Chào các bạn! Vì nhiều lý do từ nay Truyen2U chính thức đổi tên là Truyen247.Pro. Mong các bạn tiếp tục ủng hộ truy cập tên miền mới này nhé! Mãi yêu... ♥

empat

"Perlu saya ceritakan saat ini juga?" tanya Bryant kepada Wanda, ia tidak terlihat serius ingin bercerita, namun lebih seperti ingin menggoda Wanda.

"Besok pagi saja," Wanda bergumam sesaat sebelum melanjutkan kalimatnya, "setelah Anda siap. Hari ini sudah banyak sekali hal yang terjadi."

"Oh, great. Anda benar-benar penuh pengertian," puji Bryant, "sepertinya Anda benar-benar ringan tangan. Anda sudah dua kali membantu saya hari ini."

"Iya, tentu, tangan saya terlalu ringan," jawab Wanda acuh sambil memperhatikan telapak tangan hingga lengannya yang ramping. "Bisakah saya menjemput laptop sekarang? Dan biarkan saya menghabiskan satu malam di kamar hotel seberang sana dengan perasaan yang aman dan nyaman?" lanjut Wanda.

Demi Tuhan! Ia benar-benar harus menyelesaikan naskahnya malam ini juga. Perasaannya sudah mulai tidak nyaman karena tas tangannya terus bergetar sedari tadi. Wanda yakin itu bukanlah hal yang baik seperti alarm ataupun notifikasi video YouTube dari YouTuber favoritnya.

"Tentu, silakan."

Baru saja Wanda hendak berjalan keluar dari kamar Bryant, pria itu kembali menghentikan langkahnya, "Tentunya setelah Anda berganti pakaian dan saya yang akan menemani Anda."
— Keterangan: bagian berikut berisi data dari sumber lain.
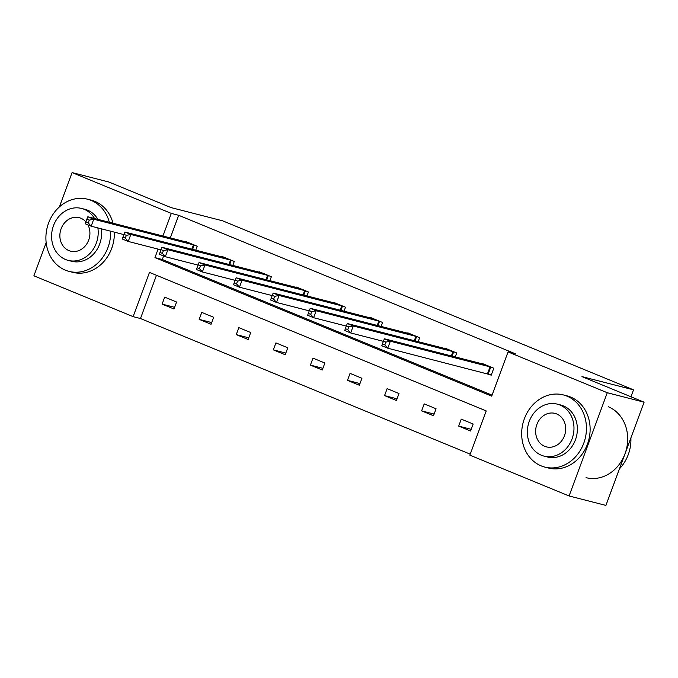 <?xml version="1.0" encoding="UTF-8"?>
<svg xmlns="http://www.w3.org/2000/svg" width="678" height="678" viewBox="0 0 678 678"><rect width="100%" height="100%" fill="white"/><g stroke="black" fill="none" stroke-linecap="round" stroke-linejoin="round"><path stroke-width="1.02" d="M59.384 206.926L72.088 172.585L108.912 182.035L171.059 207.595L222.621 220.816L633.515 389.833L581.953 376.612L644.1 402.181L605.912 505.415L569.088 495.965L469.862 455.158L486.228 410.927L149.474 272.412L133.117 316.634L33.9 275.819L46.163 242.673M156.474 275.293L140.482 318.524L470.235 454.167M140.482 318.524L133.117 316.634M644.1 402.181L607.276 392.731L569.088 495.965M630.947 396.766L633.515 389.833M232.808 265.454L234.283 261.471L222.401 256.581L222.248 257.004M306.956 295.955L308.431 291.972L296.549 287.082L296.396 287.506M381.104 326.457L382.578 322.474L370.697 317.584L370.535 318.007M455.252 356.959L456.726 352.975L444.844 348.085L444.683 348.5M163.61 256.004L162.313 259.513L492.059 395.155M158.093 249.114L154.948 257.623L491.694 396.147L508.051 351.924L515.416 353.806L178.67 215.29L170.297 237.936M488.558 374.103L491.219 375.197L493.796 368.222L481.914 363.332L481.761 363.755M418.173 341.704L419.648 337.72L407.766 332.83L407.614 333.254M344.034 311.21L345.5 307.219L333.618 302.337L333.466 302.752M269.886 280.709L271.361 276.726L259.479 271.836L259.318 272.251M195.739 250.207L197.213 246.224L185.331 241.334L185.17 241.758M72.088 172.585L171.305 213.401L162.923 236.054M178.67 215.29L171.305 213.401M508.051 351.924L607.276 392.731M164.686 297.134L176.568 302.024L173.992 308.999L162.11 304.108L164.686 297.134M201.756 312.389L213.646 317.279L211.061 324.254L199.179 319.363L201.756 312.389M238.834 327.635L250.716 332.525L248.14 339.5L236.249 334.61L238.834 327.635M275.904 342.89L287.786 347.772L285.209 354.747L273.327 349.865L275.904 342.89M312.982 358.137L324.864 363.027L322.279 370.002L310.397 365.111L312.982 358.137M350.051 373.383L361.933 378.273L359.357 385.248L347.475 380.358L350.051 373.383M387.13 388.638L399.011 393.52L396.427 400.503L384.545 395.613L387.13 388.638M424.199 403.885L436.081 408.775L433.505 415.75L421.623 410.86L424.199 403.885M461.269 419.14L473.151 424.021L470.574 430.996L458.692 426.115L461.269 419.14M162.313 259.513L154.948 257.623M471.193 429.318L458.692 426.115M434.123 414.072L421.623 410.86M397.054 398.817L384.545 395.613M359.976 383.57L347.475 380.358M322.906 368.315L310.397 365.111M285.828 353.069L273.327 349.865M248.758 337.822L236.249 334.61M211.68 322.567L199.179 319.363M174.61 307.32L162.11 304.108M491.135 367.129L390.333 341.229L384.392 338.788L484.575 364.425M491.296 374.976L387.748 348.204L381.807 345.763L382.451 343.907L384.824 344.89L385.858 342.093L383.485 341.119L382.451 343.907M385.858 342.093L390.333 341.229L387.748 348.204L384.824 344.89M384.392 338.788L383.485 341.119M619.446 468.82A37.256 32.044 -75.6 0 0 630.887 437.895M541.154 465.871A37.256 32.044 -75.6 0 0 544.798 467.083A37.256 32.044 -75.6 0 0 584.478 441.107A37.256 32.044 -75.6 0 0 566.952 396.121A37.256 32.044 -75.6 0 0 563.308 394.91A37.256 32.044 -75.6 0 0 523.628 420.894A37.256 32.044 -75.6 0 0 541.154 465.871M544.798 467.083L548.485 468.032A37.256 32.044 -75.6 0 0 588.165 442.048A37.256 32.044 -75.6 0 0 570.639 397.062A37.256 32.044 -75.6 0 0 566.986 395.85L563.308 394.91M557.324 404.147L560.714 405.012A26.823 23.069 104.4 0 1 563.342 405.885A26.823 23.069 104.4 0 1 575.961 438.276A26.823 23.069 104.4 0 1 547.392 456.98L544.002 456.116A26.823 23.069 -75.6 0 0 572.571 437.403A26.823 23.069 -75.6 0 0 559.952 405.02A26.823 23.069 -75.6 0 0 557.324 404.147A26.823 23.069 -75.6 0 0 528.755 422.852A26.823 23.069 -75.6 0 0 541.375 455.243A26.823 23.069 -75.6 0 0 544.002 456.116M556.655 413.944A17.289 14.865 -75.6 0 0 554.96 413.385A17.289 14.865 -75.6 0 0 536.544 425.437A17.289 14.865 -75.6 0 0 544.68 446.31A17.289 14.865 -75.6 0 0 546.375 446.87A17.289 14.865 -75.6 0 0 564.782 434.818A17.289 14.865 -75.6 0 0 556.655 413.944M586.046 477.659A37.256 32.044 -75.6 0 0 625.726 451.684A37.256 32.044 -75.6 0 0 608.2 406.698M109.353 222.308A37.256 32.044 -75.6 0 0 91.183 200.417A37.256 32.044 -75.6 0 0 87.538 199.205A37.256 32.044 -75.6 0 0 47.858 225.181A37.256 32.044 -75.6 0 0 65.376 270.166A37.256 32.044 -75.6 0 0 69.029 271.378A37.256 32.044 -75.6 0 0 110.641 231.198M69.029 271.378L72.707 272.327A37.256 32.044 -75.6 0 0 114.328 232.147M113.031 223.257A37.256 32.044 -75.6 0 0 94.861 201.358A37.256 32.044 -75.6 0 0 91.216 200.146L87.538 199.205M94.547 218.519A26.823 23.069 -75.6 0 0 84.182 209.316A26.823 23.069 -75.6 0 0 81.555 208.443L84.945 209.307A26.823 23.069 104.4 0 1 87.572 210.18A26.823 23.069 104.4 0 1 97.937 219.384M101.242 228.791A26.823 23.069 104.4 0 1 71.614 261.276L68.232 260.403A26.823 23.069 -75.6 0 0 97.861 227.918M81.555 208.443A26.823 23.069 -75.6 0 0 52.986 227.147A26.823 23.069 -75.6 0 0 65.605 259.53A26.823 23.069 -75.6 0 0 68.232 260.403M85.886 221.85A17.289 14.865 -75.6 0 0 80.877 218.24A17.289 14.865 -75.6 0 0 79.19 217.68A17.289 14.865 -75.6 0 0 60.774 229.732A17.289 14.865 -75.6 0 0 68.91 250.606A17.289 14.865 -75.6 0 0 70.597 251.165A17.289 14.865 -75.6 0 0 86.657 244.088A17.289 14.865 -75.6 0 0 87.954 224.884M454.065 351.882L353.255 325.982L347.314 323.533L447.497 349.178M383.401 341.348L350.679 332.957L344.738 330.508L345.373 328.661L347.755 329.635L348.789 326.847L346.407 325.872L345.373 328.661M348.789 326.847L353.255 325.982L350.679 332.957L347.755 329.635M347.314 323.533L346.407 325.872M416.995 336.627L316.185 310.727L310.244 308.287L410.427 333.923M346.322 326.093L313.6 317.702L307.659 315.262L308.304 313.406L310.677 314.389L311.711 311.6L309.338 310.617L308.304 313.406M311.711 311.6L316.185 310.727L313.6 317.702L310.677 314.389M310.244 308.287L309.338 310.617M379.917 321.38L279.107 295.481L273.166 293.032L373.349 318.677M309.253 310.846L276.531 302.456L270.59 300.007L271.234 298.159L273.607 299.134L274.641 296.345L272.259 295.371L271.234 298.159M274.641 296.345L279.107 295.481L276.531 302.456L273.607 299.134M273.166 293.032L272.259 295.371M342.848 306.125L242.038 280.226L236.097 277.785L336.28 303.43M272.175 295.591L239.453 287.201L233.512 284.76L234.156 282.912L236.537 283.887L237.563 281.099L235.19 280.116L234.156 282.912M237.563 281.099L242.038 280.226L239.453 287.201L236.537 283.887M236.097 277.785L235.19 280.116M305.77 290.879L204.968 264.979L199.018 262.539L299.21 288.175M235.105 280.345L202.383 271.954L196.442 269.513L197.086 267.657L199.459 268.641L200.493 265.844L198.112 264.869L197.086 267.657M200.493 265.844L204.968 264.979L202.383 271.954L199.459 268.641M199.018 262.539L198.112 264.869M268.7 275.632L167.89 249.733L161.949 247.284L262.132 272.929M198.035 265.098L165.313 256.708L159.372 254.258L160.008 252.411L162.389 253.386L163.415 250.597L161.042 249.623L160.008 252.411M163.415 250.597L167.89 249.733L165.313 256.708L162.389 253.386M161.949 247.284L161.042 249.623M231.622 260.377L130.82 234.478L124.879 232.037L225.062 257.682M160.957 249.843L128.235 241.453L122.294 239.012L122.938 237.164L125.311 238.139L126.345 235.351L123.972 234.368L122.938 237.164M126.345 235.351L130.82 234.478L128.235 241.453L125.311 238.139M124.879 232.037L123.972 234.368M194.552 245.131L93.742 219.231L87.801 216.782L187.984 242.427M123.888 234.596L91.166 226.206L85.225 223.757L85.86 221.909L88.242 222.884L89.276 220.096L86.894 219.121L85.86 221.909M89.276 220.096L93.742 219.231L91.166 226.206L88.242 222.884M87.801 216.782L86.894 219.121M490.779 367.018L488.202 373.993M490.058 366.806L487.482 373.781M453.709 351.763L452.09 356.145M452.989 351.551L451.362 355.958M416.639 336.517L415.012 340.898M415.911 336.305L414.283 340.712M379.561 321.262L377.943 325.643M378.841 321.05L377.214 325.457M342.492 306.015L340.865 310.397M341.771 305.803L340.136 310.21M305.414 290.769L303.795 295.142M304.693 290.557L303.066 294.955M268.344 275.514L266.725 279.895M267.624 275.302L265.988 279.709M231.266 260.267L229.647 264.649M230.545 260.055L228.918 264.462M194.196 245.012L192.577 249.394M193.476 244.8L191.849 249.207"/></g></svg>

Wanda hampir melongo. Penolakan ingin Wanda lontarkan saat itu juga, namun Bryant kembali bicara, "Itu keputusan terbaik bagi kita berdua saat ini. Terlihat berpergian berdua tentu jauh lebih baik daripada sendirian, bukan? Dan tetap ingat, prasangka buruk bisa muncul dari mana saja."

Wanda hanya bisa mengangguk pasrah. Mungkin ini perasaan tokoh utama wanita di setiap novel yang ia baca. Bukannya bodoh dan pasrah, namun benar-benar tidak bisa membantah apa pun yang dikatakan oleh tokoh utama pria. Sekarang ia benar-benar seperti berada dalam dunia novel yang sering ia baca. Wanda harap, ia akan memiliki akhir yang sempurna.

Ternyata benar kalimat yang pernah ia baca selama ini.

You will never understand until it happens to you.

***

"Tadi adalah tempat tinggal Anda?" tanya Bryant saat mobil melaju meninggalkan lingkungan apartemen Wanda yang cenderung remang dan terlihat tidak aman.

"Iya, saya tinggal di sana," jawab Wanda singkat karena ia sedang sibuk mengecek pesan yang ternyata benar berasal dari penyunting naskah! Benar-benar mimpi buruk. Apa jawaban yang bisa ia berikan? Atau lebih baik ia hanya membacanya saja? Paling tidak Wanda bisa merasa sedikit lega sekarang karena laptop sudah berada di atas pangkuannya.

"Bersama siapa? Apakah aman? Gedungnya sendiri memang terang tapi lingkungan di sekitarnya tidak," kata Bryant. Ia sibuk mengamati lingkungan di sekitar mereka yang masih belum menunjukkan adanya keramaian lalu lintas. Lingkungan ini benar-benar sepi. Wajar mengingat daerah ini adalah daerah yang baru dibangun dan mungkin memerlukan waktu beberapa tahun lagi untuk mulai ramai dan ditempati.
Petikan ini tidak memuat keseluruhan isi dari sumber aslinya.